┌──

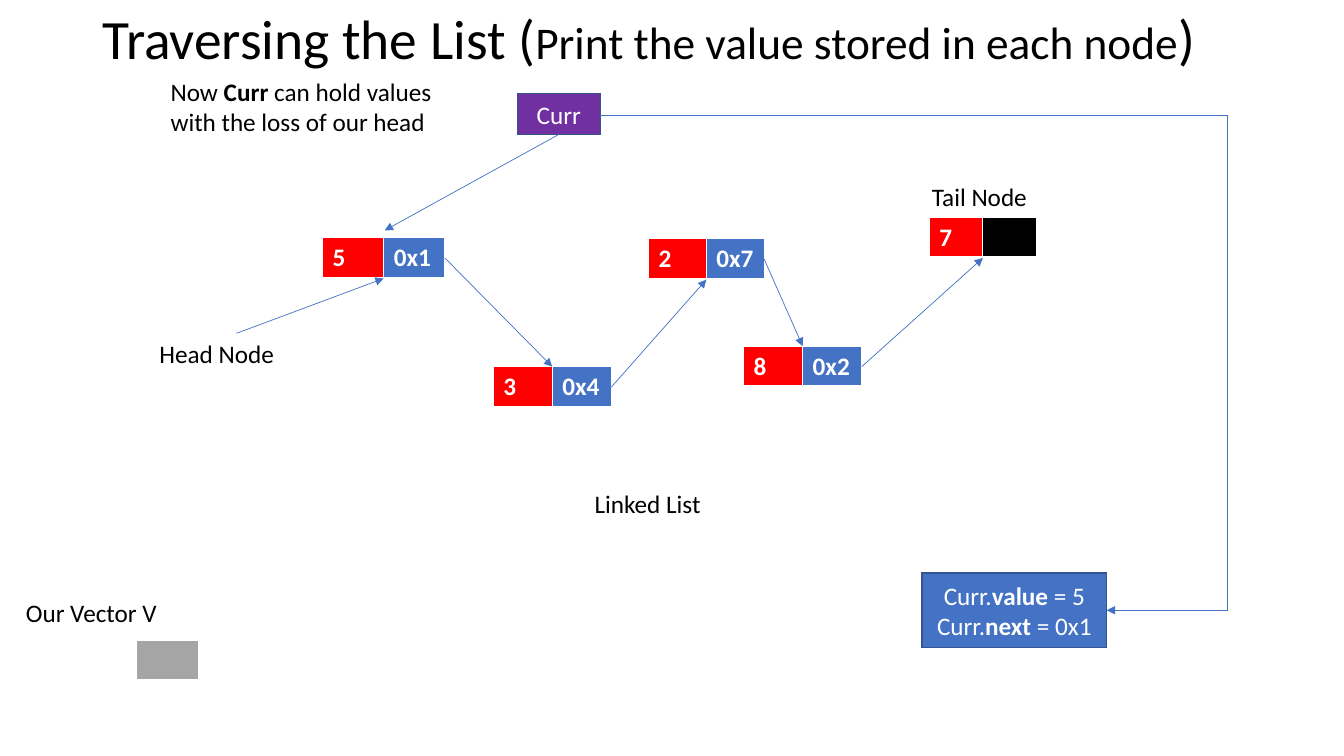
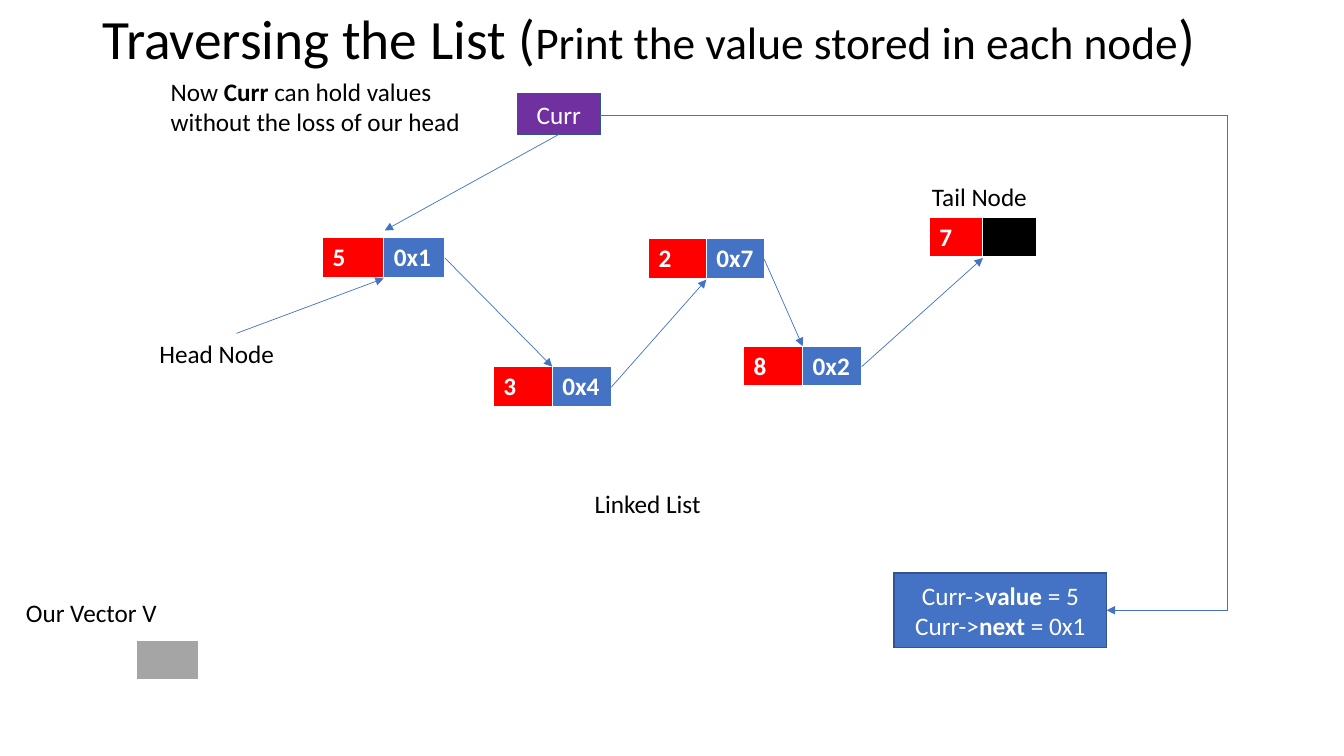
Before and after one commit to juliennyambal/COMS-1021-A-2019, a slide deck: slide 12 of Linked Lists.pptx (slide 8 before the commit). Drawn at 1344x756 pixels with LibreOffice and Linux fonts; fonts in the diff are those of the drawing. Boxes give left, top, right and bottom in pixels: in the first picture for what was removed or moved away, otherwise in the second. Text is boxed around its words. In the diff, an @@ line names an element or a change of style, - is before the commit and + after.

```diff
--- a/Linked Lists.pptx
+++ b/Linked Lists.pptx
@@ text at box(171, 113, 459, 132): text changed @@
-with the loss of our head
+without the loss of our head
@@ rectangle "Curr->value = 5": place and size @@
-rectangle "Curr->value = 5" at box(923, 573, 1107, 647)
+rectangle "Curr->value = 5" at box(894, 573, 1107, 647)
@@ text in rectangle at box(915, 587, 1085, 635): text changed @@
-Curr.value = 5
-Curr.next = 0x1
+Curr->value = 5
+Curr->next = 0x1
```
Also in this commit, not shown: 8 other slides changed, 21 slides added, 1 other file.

└──
┌──

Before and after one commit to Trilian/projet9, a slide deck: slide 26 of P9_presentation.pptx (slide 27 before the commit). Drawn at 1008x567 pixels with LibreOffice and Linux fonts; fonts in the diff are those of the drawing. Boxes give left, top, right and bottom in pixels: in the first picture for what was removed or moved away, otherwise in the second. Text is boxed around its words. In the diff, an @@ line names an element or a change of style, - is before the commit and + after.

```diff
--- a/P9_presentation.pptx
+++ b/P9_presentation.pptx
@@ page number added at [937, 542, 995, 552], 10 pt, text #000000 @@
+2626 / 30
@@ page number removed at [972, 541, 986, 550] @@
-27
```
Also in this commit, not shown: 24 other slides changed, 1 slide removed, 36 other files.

└──
┌──

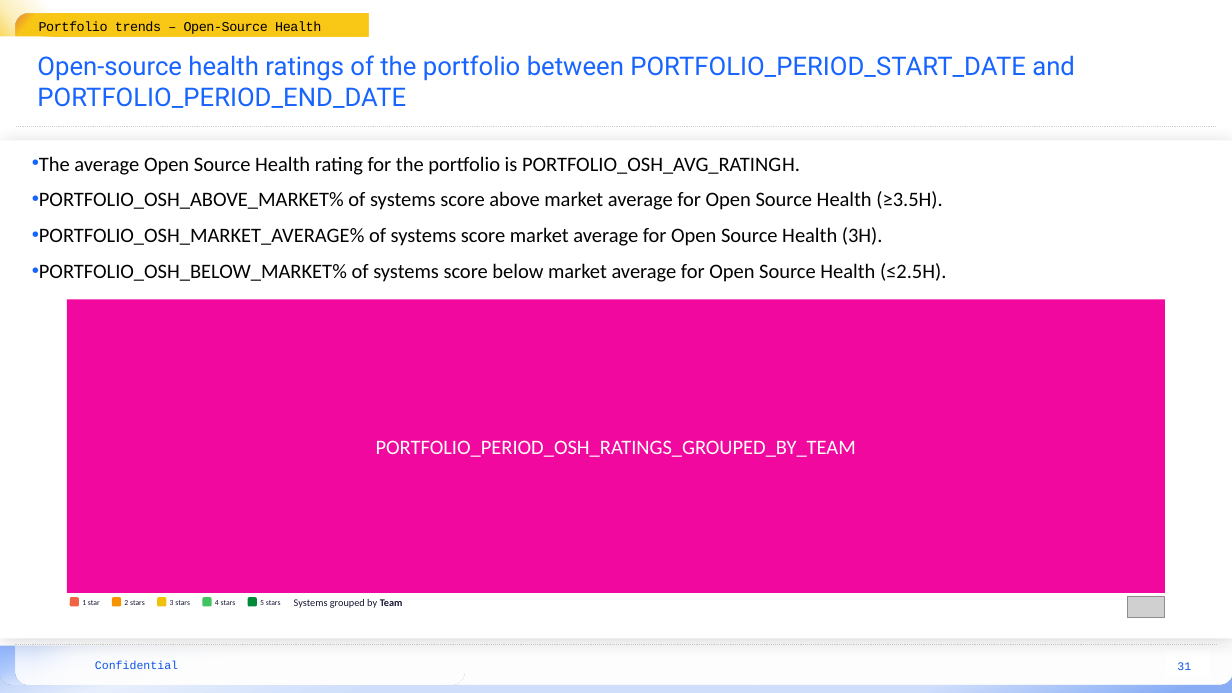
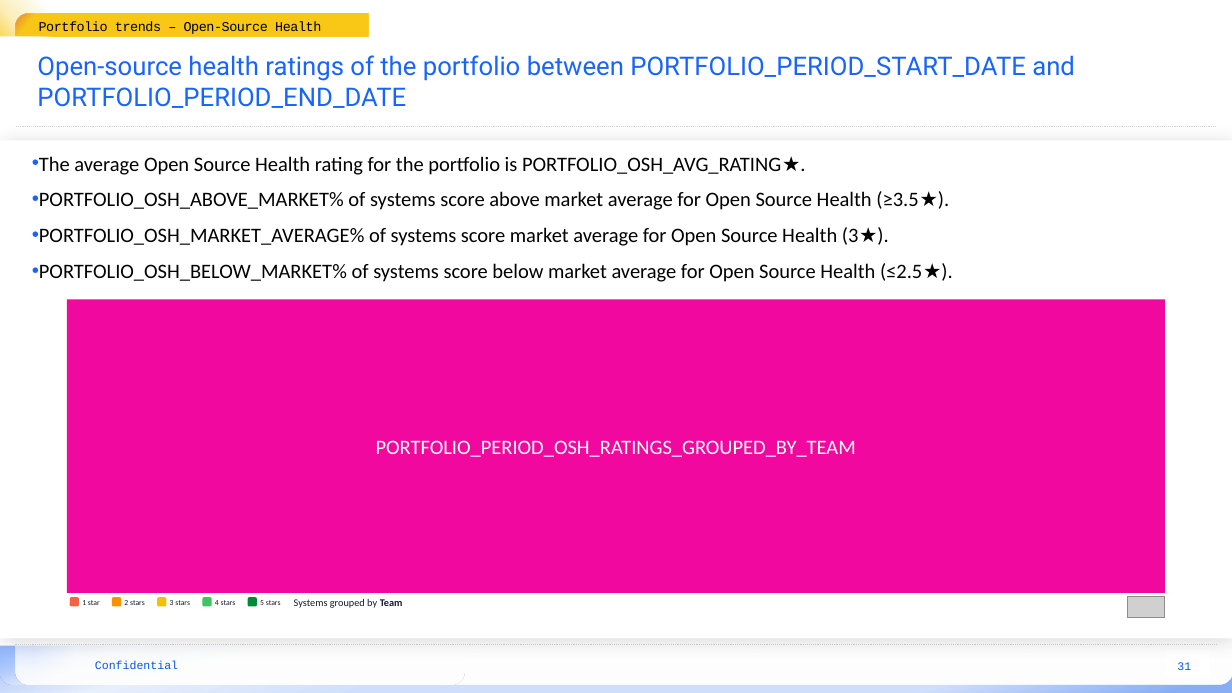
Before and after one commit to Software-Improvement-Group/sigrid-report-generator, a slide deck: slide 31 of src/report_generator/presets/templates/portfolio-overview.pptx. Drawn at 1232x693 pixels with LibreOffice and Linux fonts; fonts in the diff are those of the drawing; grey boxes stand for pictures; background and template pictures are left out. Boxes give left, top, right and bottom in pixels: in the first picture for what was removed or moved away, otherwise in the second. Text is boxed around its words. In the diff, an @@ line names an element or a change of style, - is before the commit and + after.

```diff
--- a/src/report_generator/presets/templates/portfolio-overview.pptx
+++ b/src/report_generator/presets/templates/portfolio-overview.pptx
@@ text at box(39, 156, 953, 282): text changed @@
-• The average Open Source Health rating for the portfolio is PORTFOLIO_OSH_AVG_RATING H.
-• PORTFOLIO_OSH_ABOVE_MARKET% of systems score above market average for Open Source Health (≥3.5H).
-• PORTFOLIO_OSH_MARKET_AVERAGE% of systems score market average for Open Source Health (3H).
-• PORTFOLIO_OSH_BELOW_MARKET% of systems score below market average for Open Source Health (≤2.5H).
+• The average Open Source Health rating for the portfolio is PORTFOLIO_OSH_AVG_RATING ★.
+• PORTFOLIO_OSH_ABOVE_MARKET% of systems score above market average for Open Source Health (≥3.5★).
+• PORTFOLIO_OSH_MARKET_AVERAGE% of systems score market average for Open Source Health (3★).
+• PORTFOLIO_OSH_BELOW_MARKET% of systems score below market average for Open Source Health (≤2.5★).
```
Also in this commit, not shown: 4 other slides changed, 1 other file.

└──

Every line above that holds the word "rectangle" is to be found and copied.

@@ rectangle "Curr->value = 5": place and size @@
-rectangle "Curr->value = 5" at box(923, 573, 1107, 647)
+rectangle "Curr->value = 5" at box(894, 573, 1107, 647)
@@ text in rectangle at box(915, 587, 1085, 635): text changed @@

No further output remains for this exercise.